![]() | Na década de 1970, pesquisadores médicos tiveram um problema. Eles estavam descobrindo a base molecular de várias doenças, o que lhes permitiu desenvolver medicamentos que pudessem atacar essas doenças na fonte. Algo super inovador. Ainda é legal, mas é menos inovador agora. Infelizmente, ter um medicamento que funciona no papel e um medicamento que funciona em humanos são duas coisas diferentes. |

O corpo está sempre em alerta para coisas que não pertencem a ele, então um medicamento precisa chegar ao seu destino sem que o fígado, os rins ou o sistema imunológico mostrem a porta. Um pesquisador teve uma ideia ousada, uma ideia tão ousada que ninguém acreditava que pudesse funcionar. Veja como ele provou que todos estavam errados, e provavelmente ajudou você de uma forma ou de outra.
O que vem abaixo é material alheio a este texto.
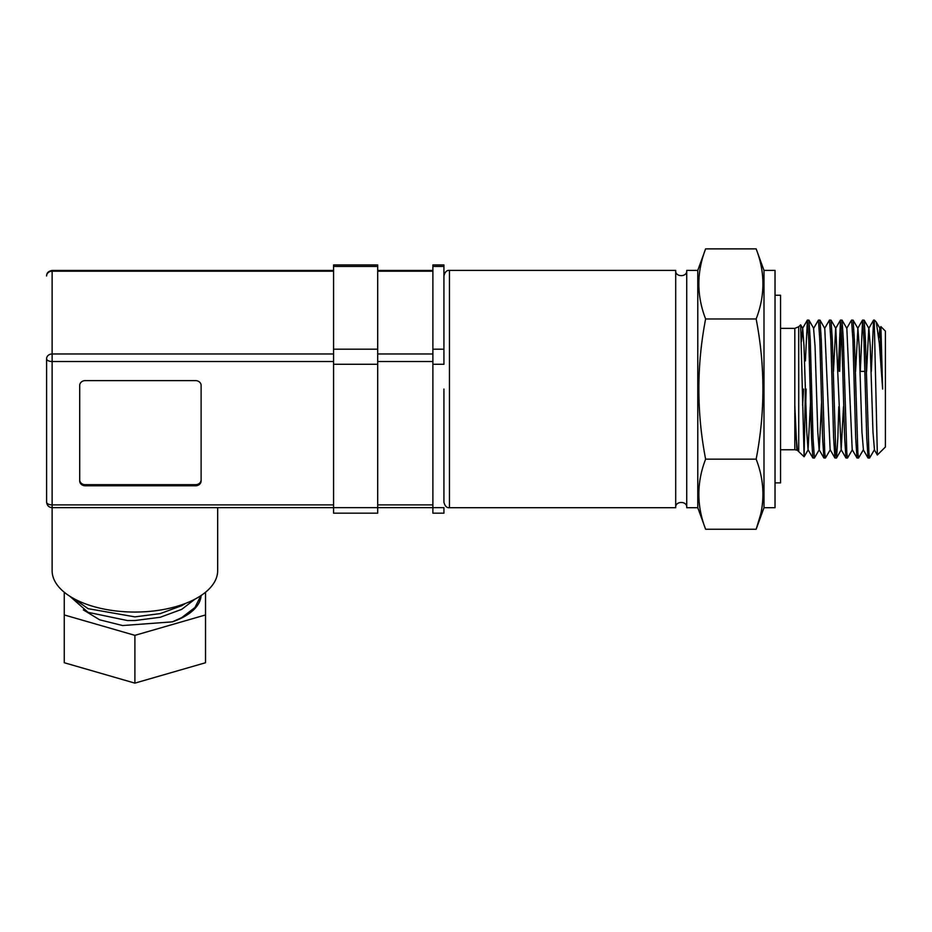 <?xml version="1.0" encoding="UTF-8"?>
<svg xmlns="http://www.w3.org/2000/svg" width="932" height="932" viewBox="0 0 932 932"><rect width="100%" height="100%" fill="white"/><g stroke="black" fill="none" stroke-linecap="round" stroke-linejoin="round"><path stroke-width="1.4" d="M333.563 349.197L333.563 513.171L377.705 513.171L377.705 266.424L333.563 266.424L333.563 349.197L377.705 349.197M333.563 504.888L52.122 504.888L52.122 570.664A82.773 41.392 0 0 0 134.895 612.056A82.773 41.392 0 0 0 217.669 570.664L217.669 507.649M333.563 353.974L52.122 353.974A5.522 4.776 0 0 0 46.6 358.762L46.6 502.127A5.522 2.761 0 0 0 52.122 504.888L52.122 361.523L333.563 361.523M200.881 595.653L194.928 607.536L181.717 617.625L172.385 621.854A66.219 33.109 0 0 0 201.091 595.513M195.079 599.078L181.717 609.353L160.234 617.275L134.895 620.537L127.416 620.537L88.074 612.336L69.842 596.259M185.713 603.33L181.717 605.683L160.234 613.606L134.895 616.868L88.074 608.666L73.488 598.414M763.995 270.408L775.028 270.408L775.028 507.707L763.995 507.707L763.995 270.408L756.155 248.867C765.172 272.237 765.172 295.595 756.155 318.965C765.16 365.693 765.16 412.422 756.155 459.15C765.172 482.52 765.172 505.878 756.155 529.248L705.617 529.248L697.777 507.707L697.777 270.408L686.733 270.408L686.733 507.707C687.571 500.74 674.873 500.74 675.7 507.707L675.7 270.408L449.445 270.408C446.766 270.117 444.925 271.958 443.923 275.93L443.923 264.944L432.891 264.944L432.891 513.171L443.923 513.171L443.923 507.649L52.122 507.649C48.883 507.404 47.043 505.563 46.6 502.127M432.891 364.272L443.923 364.272L443.923 349.197L432.891 349.197M377.705 266.424L377.705 264.944L333.563 264.944L333.563 266.424M79.709 480.994A5.522 4.776 180 0 0 85.231 485.77L195.592 485.77A5.522 4.776 180 0 0 201.114 480.994L201.114 385.417A5.522 4.776 180 0 0 195.592 380.629L85.231 380.629A5.522 4.776 180 0 0 79.709 385.417L79.709 480.994M46.6 427.683L46.6 389.052M79.709 479.887A5.522 4.776 180 0 0 85.231 484.675L195.592 484.675A5.522 4.776 180 0 0 201.114 479.887M127.404 620.537L134.895 620.537M83.344 609.901L99.631 619.803L122.593 625.547L172.385 621.854M205.529 592.239L205.529 614.945L134.895 635.344L64.261 614.945L64.261 592.239M134.895 635.344L134.895 683.133L64.261 662.734L64.261 614.945M134.895 683.133L205.529 662.734L205.529 614.945M775.028 295.246L780.55 295.246L780.55 482.869L775.028 482.869M443.923 275.93L443.923 349.197M797.396 450.331L795.73 431.982L794.821 405.385L796.872 450.156L794.821 449.76L794.821 405.385L795.998 436.7L797.396 450.331L804.106 456.762L800.658 324.872L802.708 328.425L804.001 346.133L806.763 431.982L808.056 449.69L810.502 402.775M705.617 529.248C696.6 505.878 696.6 482.52 705.617 459.15C696.612 412.422 696.612 365.693 705.617 318.965C696.6 295.595 696.6 272.237 705.617 248.867L697.777 270.408M763.995 507.707L756.155 529.248L760.419 515.221M802.627 405.199L803.629 389.052M805.388 389.052L804.106 456.762M864.139 320.142L868.927 328.425L870.22 346.133L872.981 431.982L874.449 449.69L869.579 458.031L868.892 452.789L865.444 340.285L864.139 320.142L862.589 320.072L863.964 340.285L866.725 437.83L868.03 457.973L869.579 458.031M855.564 371.402L857.894 328.425L859.188 346.133L861.949 431.982L863.405 449.69L858.547 458.031L857.859 452.789L854.411 340.285L853.095 320.142L851.545 320.072L852.931 340.285L855.692 437.83L856.997 457.973L858.547 458.031M852.372 449.69L847.514 458.031L846.815 452.789L843.367 340.285L842.062 320.142L840.513 320.072L841.887 340.285L844.648 437.83L845.965 457.973L847.514 458.031M838.788 406.713L837.856 437.83L836.54 457.973L835.783 452.789L832.334 340.285L831.029 320.142L829.48 320.072L830.855 340.285L833.616 437.83L834.921 457.973L836.47 458.031M830.296 449.69L825.437 458.031L824.75 452.789L821.302 340.285L819.985 320.142L818.436 320.072L819.822 340.285L822.583 437.83L823.888 457.973L825.437 458.031M821.546 402.775L819.263 449.69L814.405 458.031L813.019 437.83L810.258 340.285L808.953 320.142L807.403 320.072L808.778 340.285L811.539 437.83L812.855 457.973L814.405 458.031M871.315 371.402L873.552 320.142L874.367 326.072L874.367 320.072L873.622 320.072M860.283 371.402L862.589 320.072M846.687 328.425L851.545 320.072M841.258 326.072L839.685 371.402M838.206 371.402L840.513 320.072M824.61 328.425L829.48 320.072M823.888 457.973L819.1 449.69L817.795 431.982L815.046 346.133L813.578 328.425L818.436 320.072M805.388 360.917L807.403 320.072M874.367 326.072L877.35 454.991L885.4 446.999L885.4 331.116L880.891 326.608L882.639 389.052L879.389 343.955L876.29 322.064L874.367 320.072M878.864 338.083L879.796 328.425L880.891 326.608M443.923 389.052L443.923 502.185L443.923 389.052M705.617 318.965L756.155 318.965M756.155 459.15L705.617 459.15M756.155 248.867L705.617 248.867M801.438 341.473L802.708 328.425M819.985 320.142L824.773 328.425L830.132 449.69L834.921 457.973M833.488 371.402L835.654 328.425L840.443 320.142M831.029 320.142L835.818 328.425L841.177 449.69L843.495 406.713M842.062 320.142L846.85 328.425L852.209 449.69L856.997 457.973M866.597 371.402L868.764 328.425L873.552 320.142M876.29 322.064L879.959 328.425L882.639 389.052M806.122 389.052L805.388 417.198M333.563 271.2L52.122 271.2A5.522 4.776 180 0 0 46.6 275.977C46.612 272.936 48.452 271.096 52.122 270.466L52.122 361.523A5.522 2.761 0 0 1 46.6 358.762M432.891 353.974L377.705 353.974M377.705 364.272L333.563 364.272M85.231 485.77L85.231 484.675M195.592 484.675L195.592 485.77M377.705 271.2L432.891 271.2M432.891 504.888L377.705 504.888M377.705 361.523L432.891 361.523M443.923 266.424L432.891 266.424M449.445 270.408L449.445 507.707C446.766 507.998 444.925 506.158 443.923 502.185M794.821 405.385L794.821 328.355L798.724 326.736L798.724 451.379M52.122 270.466L333.563 270.466M377.705 270.466L432.891 270.466M675.7 507.707L449.445 507.707M697.777 507.707L686.733 507.707M780.55 449.76L794.821 449.76M798.724 326.736L800.6 324.86M860.05 371.402L864.896 371.402M686.733 270.408C687.571 277.375 674.873 277.375 675.7 270.408M780.55 328.355L794.821 328.355M808.219 449.69L804.153 456.738M813.741 328.425L808.953 320.142M841.34 449.69L836.54 457.973M857.894 328.425L853.095 320.142M807.333 320.142L802.545 328.425M812.855 457.973L808.056 449.69M845.965 457.973L841.177 449.69M862.519 320.142L857.731 328.425M868.03 457.973L863.242 449.69M877.35 454.991L874.286 449.69"/></g></svg>

Na década de 1970, Judah Folkman, um pesquisador do câncer, tentava resolver dois pequenos problemas. Primeiro, ele estava tentando curar o câncer. Nada demais. E, segundo, desenvolver um sistema que permitisse que um medicamento fosse administrado lenta e uniformemente por um longo período dentro do corpo de um paciente.
Comparado à cura do câncer, esse segundo sistema pode parecer um pouco distante, mas na época havia um enorme interesse por esse tipo de sistema que pudesse oferecer tratamento duradouro para condições como doenças crônicas e alergias, coisas que afetam muitas pessoas.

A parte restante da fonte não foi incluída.